MLB

Joba shakes off 8th-inning homer, focuses on 1-2-3

Joba Chamberlain felt the positive was how he finished, not how he started the eighth inning yesterday.

But he was one base-runner from not finishing the inning at all.

Yankee manager Joe Girardi, after watching Chamberlain surrender a walk and then a Scott Podsednik home run to turn a comfortable 7-3 Yankees lead into a 7-5 fret, admitted he was ready to go to David Robertson.

BOX SCORE

“I was prepared to bring him in if Joba gave up another base-runner,” Girardi said.

The crowd seemed ready to make the move for Girardi. What remained of the 47,890 gathering that was considerably reduced by a 2:32 rain delay was in an ugly, booing mood.

“It won’t be the first and it won’t be the last,” said Chamberlain, who righted himself and then went 1-2-3 after the two-run shot before the Yankees punished the Royal bullpen in the home half en route to a 12-6 victory in The Bronx.
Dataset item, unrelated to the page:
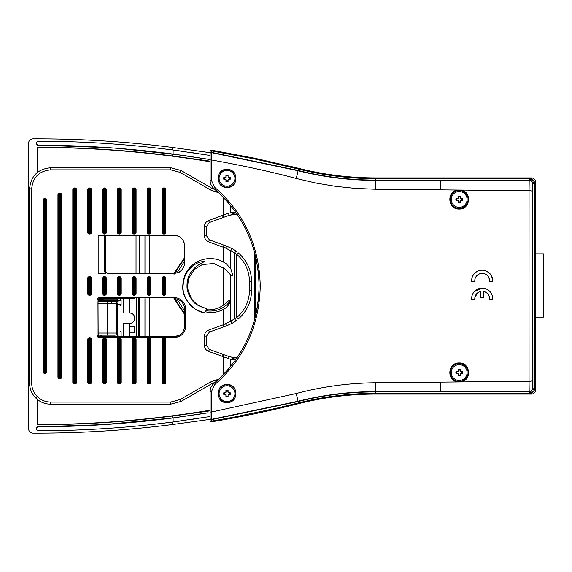 <?xml version="1.0" encoding="UTF-8"?>
<svg xmlns="http://www.w3.org/2000/svg" width="572" height="572" viewBox="0 0 572 572"><rect width="100%" height="100%" fill="white"/><g stroke="black" fill="none" stroke-linecap="round" stroke-linejoin="round"><path stroke-width="0.86" d="M174.16 273.287L184.599 257.65M184.599 310.903L176.927 299.034M210.117 419.362L172.594 424.503C127.198 430.301 81.61 433.176 35.843 433.133L32.811 433.126C30.259 432.882 28.857 431.474 28.6 428.9L28.6 143.093C28.85 140.526 30.252 139.118 32.811 138.867C79.594 138.689 126.19 141.563 172.594 147.49L210.117 152.703M210.117 419.483L210.117 416.523L172.594 422.036C127.806 427.799 82.833 430.723 37.681 430.802L36.622 429.751L36.622 427.849L37.673 426.791L104.197 424.603M184.599 314.343L174.131 298.634M120.377 280.573L121.221 280.573M136.036 273.294L136.036 235.278M149.263 235.278L149.263 273.294M149.263 298.634L149.263 336.643M121.221 291.42L120.377 291.42M210.117 161.783A1064.163 1064.163 0 0 0 37.58 147.419L37.58 172.301M37.58 399.621L37.58 424.574A1064.163 1064.163 0 0 0 210.117 410.21M136.093 291.277L135.249 291.277M149.192 235.278L149.192 273.294M149.192 298.634L149.192 336.643M135.249 280.716L136.093 280.716M210.117 410.853L172.594 416.023C127.599 421.807 82.411 424.703 37.044 424.71L37.58 424.574M37.58 147.419L37.044 147.283L37.044 172.744M37.044 399.177L37.044 424.71M37.044 147.283C82.411 147.29 127.599 150.186 172.594 155.97L210.117 161.14M139.625 298.634L139.625 336.643M144.966 336.643L144.966 298.634M144.966 273.294L144.966 235.278M139.697 235.278L139.697 273.294M139.618 235.278L139.618 273.294M208.165 412.777L172.594 417.989C127.806 423.781 82.833 426.712 37.673 426.791M210.117 155.47L210.117 155.076L210.117 155.47L172.594 149.957C127.806 144.194 82.833 141.27 37.681 141.191L36.622 142.242L36.622 144.144L37.673 145.202C82.833 145.281 127.806 148.212 172.594 154.004L209.981 159.516M176.963 272.88L184.599 261.089M104.748 424.567L173.109 417.925L199.249 414.199M199.521 414.157L207.164 412.941M209.474 159.431L184.406 155.598M181.424 155.184L119.14 148.455M108.487 147.676L37.287 145.124M172.723 149.978L162.791 148.741M105.441 143.45L96.668 142.914M53.461 141.334L37.681 141.191M205.562 154.726L200.35 153.904M198.77 153.661L188.481 152.131M184.32 151.537L176.705 150.5M37.681 430.802L48.627 430.73M105.634 428.528L114.479 427.913M157.443 423.873L172.723 422.014M176.626 421.507L184.377 420.449M188.417 419.877L198.77 418.332M200.286 418.096L205.598 417.26M210.117 155.076L210.117 152.71M210.117 419.29L210.117 418.84M535.592 317.131L543.4 317.131L543.4 253.811L535.592 253.811M225.919 179.436L223.881 179.436A3.31 3.31 0 0 1 223.881 177.263L225.919 177.263L225.919 175.225A3.31 3.31 0 0 1 228.092 175.225L228.092 177.263L230.13 177.263A3.31 3.31 0 0 1 230.13 179.436L228.092 179.436L228.092 181.481A3.31 3.31 0 0 1 225.919 181.481L225.919 180.566A2.467 2.467 0 0 0 228.092 180.566M223.945 179.436A3.246 3.246 0 0 1 223.945 177.263M227.005 170.435A7.915 7.915 0 0 1 234.92 178.35A7.915 7.915 0 0 1 227.005 186.265A7.915 7.915 0 0 1 219.09 178.35A7.915 7.915 0 0 1 227.005 170.435M224.789 177.263A2.467 2.467 0 0 0 224.789 179.436M228.092 176.133A2.467 2.467 0 0 0 225.919 176.133M228.092 181.481L228.092 181.41A3.246 3.246 0 0 1 225.919 181.41L225.919 181.481M230.13 177.263L230.066 177.263A3.246 3.246 0 0 1 230.066 179.436L230.13 179.436M228.092 175.225L228.092 175.289A3.246 3.246 0 0 0 225.919 175.289L225.919 175.225M229.222 179.436A2.467 2.467 0 0 0 229.222 177.263M462.248 371.457A3.246 3.246 0 0 1 462.248 373.63M462.312 371.457A3.31 3.31 0 0 1 462.312 373.63L460.267 373.63L460.267 375.668A3.31 3.31 0 0 1 458.093 375.668L458.093 373.63L456.056 373.63A3.31 3.31 0 0 1 456.056 371.457L458.093 371.457L458.093 369.419A3.31 3.31 0 0 1 460.267 369.419L460.267 371.457L462.312 371.457M458.093 369.419L458.093 369.483A3.246 3.246 0 0 1 460.267 369.483L460.267 369.419M459.18 380.459A7.915 7.915 0 0 0 467.095 372.544A7.915 7.915 0 0 0 459.18 364.629A7.915 7.915 0 0 0 451.265 372.544A7.915 7.915 0 0 0 459.18 380.459M460.267 375.668L460.267 375.604A3.246 3.246 0 0 1 458.093 375.604L458.093 375.668M458.093 374.76A2.467 2.467 0 0 0 460.267 374.76M456.964 371.457A2.467 2.467 0 0 0 456.964 373.63L458.093 373.63M460.267 370.327A2.467 2.467 0 0 0 458.093 370.327M461.404 373.63A2.467 2.467 0 0 0 461.404 371.457M456.12 373.63A3.246 3.246 0 0 1 456.12 371.457M472.358 281.81L471.664 281.81A10.553 10.553 0 0 1 482.167 270.198A10.553 10.553 0 0 1 492.664 281.81L492.027 281.81M474.217 281.81L471.664 281.81L471.678 279.594M473.051 275.439L474.345 273.666M475.983 272.2L477.885 271.107M490.168 281.81L489.475 281.81C489.582 276.784 487.144 273.967 482.167 273.366A7.386 7.386 0 0 1 489.475 281.81L492.664 281.81M227.005 187.566C214.886 187.609 215.322 168.897 227.005 169.326C239.01 169.262 238.696 187.866 227.005 187.566M227.005 169.434A8.916 8.916 0 0 0 218.089 178.35A8.916 8.916 0 0 0 227.005 187.266A8.916 8.916 0 0 0 235.921 178.35A8.916 8.916 0 0 0 227.005 169.434M459.18 209.059C447.576 209.502 446.417 191.141 457.807 190.04L460.739 190.068C472.072 191.427 470.57 209.552 459.18 209.059M459.18 190.533A8.916 8.916 0 0 0 450.271 199.449A8.916 8.916 0 0 0 459.18 208.365A8.916 8.916 0 0 0 468.096 199.449A8.916 8.916 0 0 0 459.18 190.533M471.664 299.749L474.853 299.749L471.664 299.749A10.553 10.553 0 0 1 482.167 288.138L474.338 291.613M227.005 384.427C214.886 384.384 215.322 403.096 227.005 402.667C239.01 402.731 238.696 384.127 227.005 384.427M227.005 384.727A8.916 8.916 0 0 0 218.089 393.643A8.916 8.916 0 0 0 227.005 402.559A8.916 8.916 0 0 0 235.921 393.643A8.916 8.916 0 0 0 227.005 384.727M211.261 391.97A1.058 0.379 180 0 1 210.117 391.591L210.117 411.625A1.058 0.45 180 0 0 211.254 412.076L211.347 419.347L298.098 401.237C323.402 394.844 349.235 391.641 375.582 391.613L529.186 391.62L529.057 381.252L375.582 382.739C348.541 383.04 322.093 386.629 296.232 393.507L211.254 412.076L211.261 391.97L214.629 384.691C244.201 358.694 259.409 325.79 260.253 285.993L529.021 285.993L529.057 190.741L460.739 190.068M460.739 381.924C472.072 380.566 470.57 362.441 459.18 362.934C447.576 362.491 446.417 380.852 457.807 381.946M459.18 363.628A8.916 8.916 0 0 0 450.271 372.544A8.916 8.916 0 0 0 459.18 381.46A8.916 8.916 0 0 0 468.096 372.544A8.916 8.916 0 0 0 459.18 363.628M457.807 190.04L440.697 189.875L440.619 180.38L375.582 180.38C349.235 180.352 323.402 177.148 298.098 170.756L211.347 152.645L211.232 150.851L210.117 151.187A1.058 1.058 0 0 1 211.175 150.129L210.117 151.187L210.117 160.367A1.058 0.45 -0 0 1 211.254 159.917L211.261 180.023L214.629 187.301C244.101 213.07 259.309 245.974 260.253 285.993L259.095 285.993C258.251 325.325 243.172 357.843 213.857 383.54L214.629 384.691M486.457 271.114L489.989 273.673M491.291 275.454L492.656 279.608M474.853 281.81A7.386 7.386 0 0 1 482.167 273.366L479.086 274.038M477.734 274.839L475.675 277.22M475.075 278.671L474.796 280.23M440.697 189.875L375.582 189.253L355.519 188.431L335.557 186.35L315.773 183.033L296.232 178.485C272 171.957 243.672 165.773 211.254 159.917L211.347 152.645A1.058 1.058 180 0 0 210.117 153.682M529.021 285.993L529.057 381.252A3.167 0.572 -0.2 0 0 532.189 380.68L532.189 191.313A3.167 0.572 -179.8 0 0 529.057 190.741L529.186 180.373L440.619 180.38M489.475 299.749L492.664 299.749L489.475 299.749C489.718 295.502 487.809 292.742 483.748 291.477A7.386 7.386 0 0 1 489.475 299.749M491.284 293.379L489.989 291.613M488.345 290.14L486.443 289.046M479.257 291.899L480.58 291.477A7.386 7.386 0 0 0 474.853 299.749L474.781 298.362M474.974 296.997L478.049 292.557M480.58 291.477L480.58 297.64L483.748 297.64L480.58 297.64L480.58 291.477M214.629 187.301L213.857 188.453C243.079 213.935 258.158 246.446 259.095 285.993L258.923 279.365M211.261 180.023A1.058 0.379 180 0 0 210.117 180.402C210.153 183.562 211.397 186.243 213.857 188.453L223.402 197.412M210.117 161.097L210.117 180.402M532.189 380.68L532.353 388.452L532.925 388.745L532.861 182.59L530.723 180.237L529.765 180.087L375.582 180.087L375.675 189.253M483.748 291.477L483.748 297.64M482.167 288.138A10.553 10.553 0 0 1 492.664 299.749M440.619 391.613L440.697 382.117M223.416 374.567L213.857 383.54C211.39 385.764 210.138 388.452 210.117 391.591L210.303 389.639M224.374 373.559L228.4 369.076M229.029 368.332L232.432 364.121M235.764 359.602L236.4 358.694M237.687 356.792L240.29 352.717M240.876 351.751L243.751 346.703M244.451 345.381L247.04 340.176M247.411 339.375L249.621 334.277M250.3 332.582L250.643 331.696M252.581 326.262L254.182 321.085M254.483 320.005L256.013 313.892M256.127 313.363L257.321 307.193M257.522 305.956L258.287 300.314M258.38 299.492L258.887 293.279M258.916 292.671L259.095 285.993M258.873 278.571L258.358 272.286M258.294 271.729L257.45 265.565M256.578 260.775L254.44 251.837M254.061 250.479L252.524 245.56M252.13 244.401L250.114 238.946M249.542 237.53L244.408 226.526M243.343 224.539L242.885 223.709M240.211 219.147L236.901 214.035M236.694 213.728L233.154 208.816M232.311 207.722L228.964 203.582M228.235 202.724L224.424 198.484M212.705 187.316L213.857 188.453M210.138 150.979L210.117 151.187A1.058 1.058 0 0 1 211.347 150.143L211.232 150.851L255.048 159.052L298.52 169.069C323.816 175.44 349.499 178.636 375.582 178.65L529.815 178.65L529.765 180.087L529.186 180.373A3.167 3.167 -116.6 0 1 532.353 183.54L532.189 191.313M530.809 178.678L529.815 177.928L529.815 178.65L530.988 178.907L531.367 177.928A4.218 4.218 0 0 1 535.592 182.153L535.592 389.839A4.218 4.218 0 0 1 531.367 394.065L530.988 393.086L529.765 393.343L529.765 391.906L530.723 391.756L532.925 388.745L534.706 388.745L534.663 389.839L531.367 393.264L530.723 391.756M210.117 411.625L210.117 420.806L211.232 421.142L211.347 419.662L298.169 401.53L296.232 393.507M213.857 383.54L212.705 384.677M530.63 178.535L530.308 180.13M529.815 178.65L529.765 177.928L375.582 177.928C349.556 177.913 323.931 174.732 298.698 168.375L255.191 158.344L211.347 150.143A1.058 1.058 0 0 0 211.175 150.129M530.988 178.907L530.58 180.187M529.972 177.928L531.367 177.928A4.218 4.218 0 0 1 535.592 182.153L534.663 182.153L531.367 178.729L530.723 180.237M532.861 182.59L534.663 182.153L534.706 183.247L534.706 388.745M530.988 393.086L530.58 391.806M530.809 393.314L530.308 391.863M210.117 420.806A1.058 1.058 0 0 0 211.347 421.85A1073.766 1073.766 0 0 0 298.698 403.618L211.347 421.85A1.058 1.058 0 0 1 210.117 420.806L210.138 421.013M375.675 382.739L375.582 391.906A316.23 316.23 0 0 0 298.169 401.53L298.52 402.924L276.834 408.158L233.176 417.274L211.232 421.142L211.347 421.85A1073.766 1073.766 0 0 0 298.698 403.618C323.931 397.261 349.556 394.079 375.582 394.065L531.367 394.065A4.218 4.218 0 0 0 535.592 389.839L532.861 389.403M530.63 393.457L529.908 394.065M529.972 394.058L529.765 393.343L375.582 393.343C349.499 393.357 323.816 396.553 298.52 402.924L298.698 403.618M529.815 394.065L529.815 393.343M298.698 168.375A1073.766 1073.766 0 0 0 290.698 166.388A1073.766 1073.766 0 0 1 298.698 168.375L296.232 178.485M375.582 177.928A314.071 314.071 0 0 1 372.815 177.913A314.071 314.071 0 0 0 375.582 177.928L375.582 180.087A316.23 316.23 0 0 1 298.169 170.463L211.347 152.331A1.058 1.058 180 0 0 210.117 153.368M375.582 394.065A314.071 314.071 0 0 0 372.815 394.079A314.071 314.071 0 0 1 375.582 394.065L375.582 391.906L529.186 391.62A3.167 3.167 116.6 0 0 532.353 388.452M462.312 198.37L462.248 198.37A3.246 3.246 99.8 0 1 462.248 200.543L460.267 200.543L460.267 202.588A3.31 3.31 0 0 1 458.093 202.588L458.093 200.543L456.056 200.543A3.31 3.31 0 0 1 456.056 198.37L458.093 198.37L458.093 196.332A3.31 3.31 0 0 1 460.267 196.332L460.267 198.37L462.312 198.37A3.31 3.31 80.2 0 1 462.312 200.543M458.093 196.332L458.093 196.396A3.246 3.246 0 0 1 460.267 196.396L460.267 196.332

So Chamberlain stressed the positive — zipping through three hitters — over the negative, which was his fifth straight struggling outing, a performance that hiked his ERA to 5.95.

In his last five games, totaling six innings, Chamberlain has surrendered 12 hits, eight earned runs and four walks.

In his last 15 appearances dating to June 13, he has had only one clean outing in which he didn’t allow a hit or walk.

“It was limit the damage,” Chamberlain said of his latest effort.

“The other times when we gave up big runs, it’s been big. So to go back and get them 1-2-3 after that [home run] was good. We thought coming in it was a good situation [up 7-3]. But the big thing was just getting them 1-2-3 out there.”

Girardi has stood by his eighth-inning bridge to Mariano Rivera in all instances, but this time readied the hook.

“He wasn’t sharp with the first couple of hitters,” Girardi acknowledged, “and when you come out of the bullpen, you need to be sharp or you get yourself in trouble.

“He seemed to get it back, which is a good thing. We want our guys to come out of the bullpen sharp. Sometimes it happens. Today it wasn’t. . . .

“We have seen days like that, and it becomes bigger, but today it didn’t.”

So with the crowd wet and ornery, Chamberlain, who has allowed multiple base-runners in five straight outings — none more than 1 2/3 innings — restored calm with a ground out, strikeout and fly to left.

“I felt fine,” he insisted. “It wasn’t that I felt bad or anything. It was just that we didn’t get the fastball in as far as we wanted to [against Podsednik]

“It’s a game. But I understand I have to be better and I have to get better. But you have to keep it in perspective. I have to go out and be better. There’s no getting around it.”